Sharing lunch with students at the Santa Monica College cafeteria one recent afternoon are a couple hundred thousand lowlife diners that most folks would only be caught dead with. Inside a giant, hydraulically operated bin behind the kitchen, 800,000 red wiggler worms are chowing down, as they do 24 hours a day here and at an increasing number of homes and eco-leaning facilities in Los Angeles. It's part of a makeover as dramatic as anything since a mouse got named Mickey.
Over the course of the year these waste warriors will consume 3 1/2 tons of food scraps -- watermelon rinds, egg shells, spoiled lettuce -- that would have gone to landfills and fueled methane and greenhouse gas emissions.
"They're excellent employees. They just do their job -- eat and mate," says Madeline Brodie, recycling coordinator at the college. They also produce droppings, or castings, that make a primo organic fertilizer, which is used around the campus.
Reaching a gloved hand into what looks like placid soil but is actually a mix of worm droppings and shredded food and cardboard, Brodie scoops up an explosion of wigglers. "They're not solitary like earthworms," she says, grinning, referring to the larger night crawlers most of us have in our yards. "They like working together."

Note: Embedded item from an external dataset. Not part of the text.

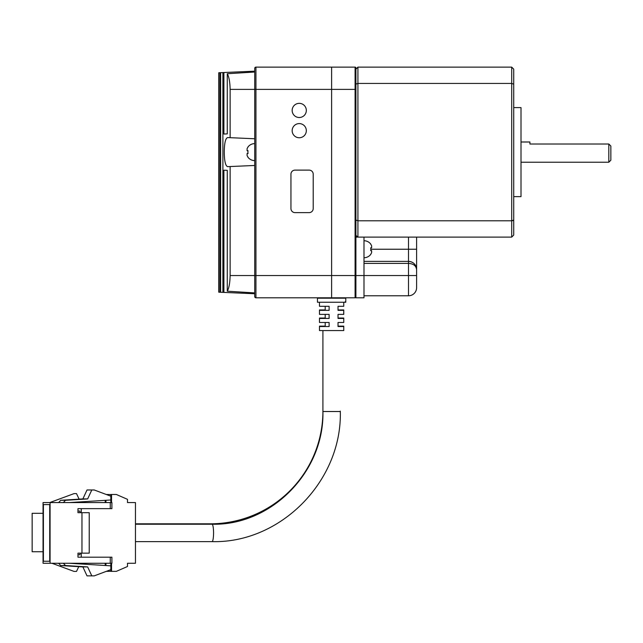 <?xml version="1.0" encoding="UTF-8"?>
<svg xmlns="http://www.w3.org/2000/svg" width="643" height="643" viewBox="0 0 643 643"><rect width="100%" height="100%" fill="white"/><g stroke="black" fill="none" stroke-linecap="round" stroke-linejoin="round"><path stroke-width="0.96" d="M355.9 80.889L355.9 69.155L355.9 80.889M363.994 237.098L363.994 297.797L355.9 297.797L355.9 237.098L511.699 237.098L513.725 235.073L513.725 69.155L511.699 67.129L513.725 69.155M513.725 196.629L521.007 196.629L521.007 107.598L513.725 107.598M521.007 162.229L608.825 162.229L608.825 144.016L529.912 144.016L529.912 141.999L521.007 141.999M608.825 162.229L610.85 160.203L610.85 146.041L608.825 144.016M355.9 84.12L357.918 83.437L511.699 83.437L513.725 84.153L513.725 220.075L511.699 220.79L357.918 220.79L355.9 220.075M355.933 235.434L357.918 237.098L357.918 67.129L511.699 67.129L511.699 220.79L512.857 220.629M355.9 69.155L357.918 67.129L355.9 69.155M416.6 237.098L416.6 269.473L416.6 237.098M345.09 301.848L345.781 301.848L345.781 297.797L355.089 297.797L355.089 275.542L408.506 275.542L408.506 295.78L363.994 295.78L408.506 295.78A8.094 8.094 0 0 0 416.6 287.686L416.6 269.473C416.077 265.728 413.385 263.702 408.506 263.405L363.994 263.405M363.994 261.38L408.506 261.38A8.094 8.094 0 0 1 416.391 267.633M415.764 265.889L416.576 268.83A8.094 8.094 0 0 1 416.6 269.473C416.077 264.482 413.385 261.781 408.506 261.38L408.506 237.098M411.914 263.968L413.007 264.426M414.285 265.221L415.225 266.089M415.997 267.166L416.6 269.385M415.193 264.916L414.799 264.377M412.919 262.682L411.343 261.894M363.994 240.739A8.496 8.496 0 0 1 370.818 244.179L370.818 244.179M370.818 254.298L370.818 254.298A8.496 8.496 0 0 1 363.994 257.739M370.673 254.298A8.383 8.383 0 0 0 371.63 252.675L371.63 250.657L370.673 250.657A6.832 6.832 0 0 0 370.673 247.82L371.63 247.82L371.63 245.795A8.383 8.383 0 0 0 370.673 244.179M370.673 247.82L371.63 247.82L370.673 247.82M254.724 143.614A8.496 8.496 0 0 0 247.901 147.054L247.901 147.054M254.724 160.613A8.496 8.496 0 0 1 247.901 157.173L248.045 157.173A8.383 8.383 0 0 1 247.089 155.55L247.089 153.532L248.045 153.532A6.832 6.832 0 0 1 248.045 150.695L247.089 150.695L247.089 148.67A8.383 8.383 0 0 1 248.045 147.054M248.045 150.695L247.089 150.695L248.045 150.695M248.045 153.532L247.089 153.532L248.045 153.532M322.915 411.11A112.702 112.702 0 0 1 210.213 523.82L135.456 523.82M343.675 313.985L343.756 309.942L338.025 309.942M343.756 330.172L343.756 326.13L338.025 326.13M343.756 322.079L343.756 318.036L338.025 318.036M322.915 330.574L322.915 411.512C324.434 471.801 271.233 525.781 212.053 524.222A8.705 1.511 -90 0 1 213.564 532.918A8.705 1.511 -90 0 1 212.053 541.623C280.645 543.407 342.092 480.988 340.316 411.512L340.316 411.11M325.205 318.036L319.475 318.036M325.205 326.13L319.475 326.13M325.205 309.942L319.475 309.942M43.049 551.742L32.15 551.742L32.15 513.299L43.049 513.299M51.946 563.268L74.049 571.418L76.509 571.418L78.743 566.668M80.029 563.927L80.335 563.268M80.399 501.886L80.825 502.569M49.76 502.569L74.049 493.615L76.509 493.615L79.113 499.153M319.475 302.25L319.475 306.293L329.12 306.293L329.12 310.344L319.475 310.344L319.475 314.387L329.12 314.387L329.12 318.438L319.475 318.438L319.475 322.481L329.12 322.481L329.12 326.531L319.475 326.531L319.475 330.574L343.756 330.574L343.756 326.531L338.025 326.531L338.025 322.481L343.756 322.481L343.756 318.438L338.025 318.438L338.025 314.387L343.756 314.387L343.756 310.344L338.025 310.344L338.025 306.293L343.756 306.293L343.756 302.25L343.756 305.891M345.781 302.25L317.457 302.25L317.457 298.199L345.781 298.199L345.781 302.25M80.134 553.157L79.853 554.772L77.972 554.772M111.544 502.569L111.544 494.475L116.327 494.475L127.491 499.33L127.491 502.569L135.456 502.569L135.456 563.268L127.491 563.268L127.491 566.507L116.327 571.362L110.845 571.362L110.845 563.268M50.074 563.268L111.898 563.268L111.898 557.2L77.972 557.2L77.972 553.157L81.958 553.157L81.958 512.688L77.972 512.688L77.972 508.637L110.258 508.637L110.258 502.569L43.049 502.569L43.049 563.268L50.074 563.268L50.074 502.569M81.259 512.688L81.259 508.637M81.958 512.688L89.224 512.688L89.224 553.157L81.958 553.157M81.259 557.2L81.259 553.157M111.544 563.268L111.544 571.362M110.258 508.637L111.898 508.637L111.898 502.569L110.258 502.569M63.504 563.268L58.722 563.268M69.484 563.268L110.845 565.848M105.219 565.494L105.219 563.268M105.219 502.569L105.219 500.342M105.926 563.268L105.926 565.543M106.256 571.362L110.845 571.305M49.728 561.251L43.402 561.251L43.402 504.594L49.728 504.594L49.728 561.251L43.402 561.251M110.258 563.268L110.258 557.2M111.544 494.475L110.845 494.475L110.845 502.569M110.845 499.989L69.484 502.569M63.504 502.569L58.722 502.569M105.926 500.302L105.926 502.569M110.845 494.531L106.256 494.475M325.205 314.387L325.205 318.438M325.205 322.481L325.205 326.531M325.205 306.293L325.205 310.344M58.722 563.397L60.715 565.543L65.49 565.543L63.504 563.397M65.49 565.543L87.657 566.925L91.796 575.871L87.014 575.871L82.883 566.925L60.715 565.543M110.845 569.65L94.224 575.871L91.796 575.871M49.728 504.594L43.402 504.594M58.722 502.448L60.715 500.302L82.883 498.92L87.014 489.974L94.224 489.974L110.845 496.195M91.796 489.974L87.657 498.92L65.49 500.302L63.504 502.448M65.49 500.302L60.715 500.302M82.883 566.925L87.657 566.925M77.972 511.064L79.853 511.064L80.134 512.688M87.657 498.92L82.883 498.92M227.799 166.641L230.13 166.545L230.13 275.542C229.961 282.944 229.012 288.16 227.268 291.199L227.268 170.339L223.893 170.194L223.893 292.404L254.724 293.755L254.724 296.584L254.724 275.542L254.724 293.755M227.799 137.586L227.63 137.578C225.492 138.261 224.367 143.108 224.254 152.11C224.367 161.096 225.492 165.942 227.63 166.65M355.9 296.994A0.812 0.812 -96.1 0 1 355.089 297.797L317.457 297.797M306.325 110.427A7.081 7.081 0 0 0 299.244 103.346A7.081 7.081 0 0 0 292.163 110.427A7.081 7.081 0 0 0 299.244 117.516A7.081 7.081 0 0 0 306.325 110.427M306.325 130.666A7.081 7.081 0 0 0 299.244 123.585A7.081 7.081 0 0 0 292.163 130.666A7.081 7.081 0 0 0 299.244 137.747A7.081 7.081 0 0 0 306.325 130.666M254.724 71.18L254.724 89.385L254.724 68.343L254.724 71.18L223.893 72.522L223.893 134.033L227.268 133.889L227.268 73.736C229.004 76.734 229.961 81.95 230.13 89.385L230.13 137.682L227.63 137.578M230.13 275.542L254.724 275.542L254.724 89.385L230.13 89.385M313.205 208.565L313.205 174.173A4.043 4.043 0 0 0 309.154 170.122L294.992 170.122A4.043 4.043 135 0 0 290.949 174.173L290.949 208.565A4.043 4.043 0 0 0 294.992 212.616L309.154 212.616A4.043 4.043 -135 0 0 313.205 208.565M220.067 292.243L220.067 72.691L220.629 72.667L220.629 292.268L218.749 292.179L218.765 72.747M223.893 292.404L220.629 292.268M223.065 72.563L220.629 72.667M254.724 292.911L227.268 291.199M254.724 165.468L230.13 166.545M254.724 138.759L230.13 137.682M254.724 72.016L227.268 73.736M222.896 292.364L222.896 72.563L223.893 72.522M220.067 72.691L218.925 72.739L218.925 292.187M254.724 68.343A1.214 1.214 45 0 1 255.938 67.129L331.619 67.129L331.619 297.797L331.619 275.542L331.619 297.797L355.089 297.797L255.938 297.797A1.214 1.214 -135 0 1 254.724 296.584M331.619 297.797L331.619 67.129L331.619 89.385L331.619 67.129L355.089 67.129A0.812 0.812 -83.6 0 1 355.9 67.941L355.9 237.098M511.699 237.098L511.699 220.79M370.818 249.235L416.6 249.235M416.6 275.542L408.506 275.542L408.506 261.38M210.213 523.82L210.213 524.222M340.316 411.512L322.915 411.512M254.724 89.385L255.938 89.385L255.938 67.129M254.724 275.542L255.938 275.542L255.938 89.385L355.089 89.385L355.089 67.129M255.938 297.797L255.938 275.542L355.089 275.542L355.089 89.385L355.9 89.385M212.053 541.623L135.456 541.623M212.053 524.222L135.456 524.222"/></g></svg>

After eons of doing the planet's dirty work, a critter slagged as slime and vermin on a good day is finding a place in the hearts of green fans as a composting superhero. Nature's built-in recycling program, composting breaks down organic waste through controlled decomposition -- rot, a process worms accelerate through tireless munching and excreting. Once seen as a realm of DIY dead-enders, composting is becoming cool as landfills run out of space.
"I'll be at a Hollywood party and all of a sudden we'll get into a riff on composting," says Douglas E. Welch, a computer consultant and backyard composter in Van Nuys who has a blog called A Gardener's Notebook.
"It's not just the hippie fringe like 20 years ago. Now it's mom and dad public," says Keith Thomsen, program manager for L.A. County's Smart Gardening initiative that offers composting workshops. "Composting gives people a chance to participate in an immediate solution. You're the recycler."